-- Instructions for the task --
Although the entries contain pictures, write out only their text, exactly as it stands.

☆ ☆ ☆ ☆

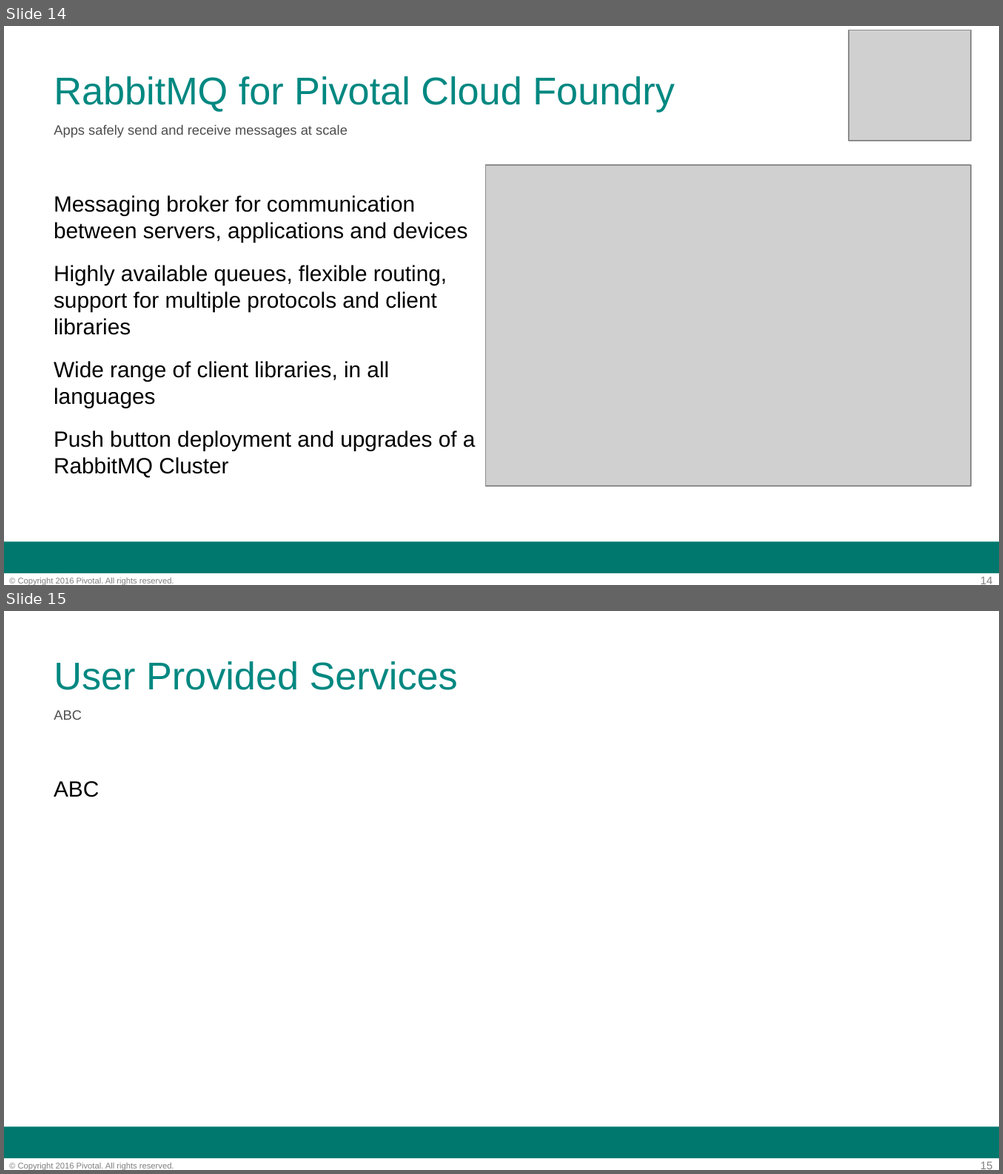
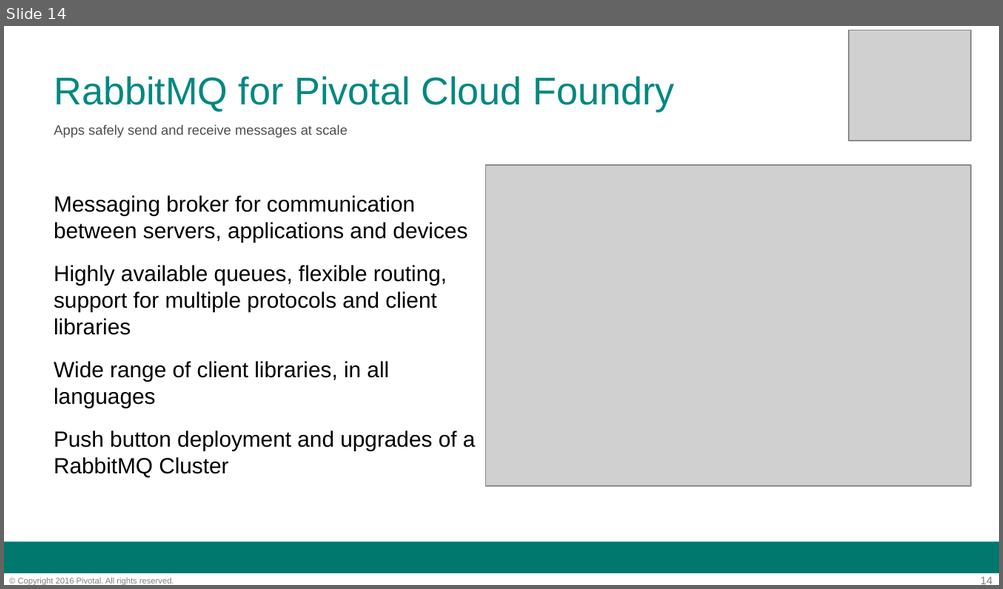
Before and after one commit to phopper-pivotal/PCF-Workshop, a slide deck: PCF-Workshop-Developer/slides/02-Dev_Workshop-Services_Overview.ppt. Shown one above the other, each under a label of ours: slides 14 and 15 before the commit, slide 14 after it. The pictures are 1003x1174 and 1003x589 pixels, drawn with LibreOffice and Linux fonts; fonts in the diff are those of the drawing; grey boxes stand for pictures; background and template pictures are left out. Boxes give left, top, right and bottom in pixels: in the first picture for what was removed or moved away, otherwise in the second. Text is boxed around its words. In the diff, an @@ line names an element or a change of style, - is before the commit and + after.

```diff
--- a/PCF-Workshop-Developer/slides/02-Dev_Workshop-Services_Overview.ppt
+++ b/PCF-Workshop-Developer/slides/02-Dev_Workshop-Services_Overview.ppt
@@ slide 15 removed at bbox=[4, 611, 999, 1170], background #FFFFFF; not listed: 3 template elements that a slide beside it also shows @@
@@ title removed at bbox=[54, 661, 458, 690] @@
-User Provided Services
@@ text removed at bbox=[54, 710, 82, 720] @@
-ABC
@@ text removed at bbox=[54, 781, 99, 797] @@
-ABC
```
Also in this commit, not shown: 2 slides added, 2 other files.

☆ ☆ ☆ ☆

-- Response to this task --
Before and after one commit to phopper-pivotal/PCF-Workshop, a slide deck: PCF-Workshop-Developer/slides/02-Dev_Workshop-Services_Overview.ppt. Shown one above the other, each under a label of ours: slides 14 and 15 before the commit, slide 14 after it. The pictures are 1003x1174 and 1003x589 pixels, drawn with LibreOffice and Linux fonts; fonts in the diff are those of the drawing; grey boxes stand for pictures; background and template pictures are left out. Boxes give left, top, right and bottom in pixels: in the first picture for what was removed or moved away, otherwise in the second. Text is boxed around its words. In the diff, an @@ line names an element or a change of style, - is before the commit and + after.

```diff
--- a/PCF-Workshop-Developer/slides/02-Dev_Workshop-Services_Overview.ppt
+++ b/PCF-Workshop-Developer/slides/02-Dev_Workshop-Services_Overview.ppt
@@ slide 15 removed at bbox=[4, 611, 999, 1170], background #FFFFFF; not listed: 3 template elements that a slide beside it also shows @@
@@ title removed at bbox=[54, 661, 458, 690] @@
-User Provided Services
@@ text removed at bbox=[54, 710, 82, 720] @@
-ABC
@@ text removed at bbox=[54, 781, 99, 797] @@
-ABC
```
Also in this commit, not shown: 2 slides added, 2 other files.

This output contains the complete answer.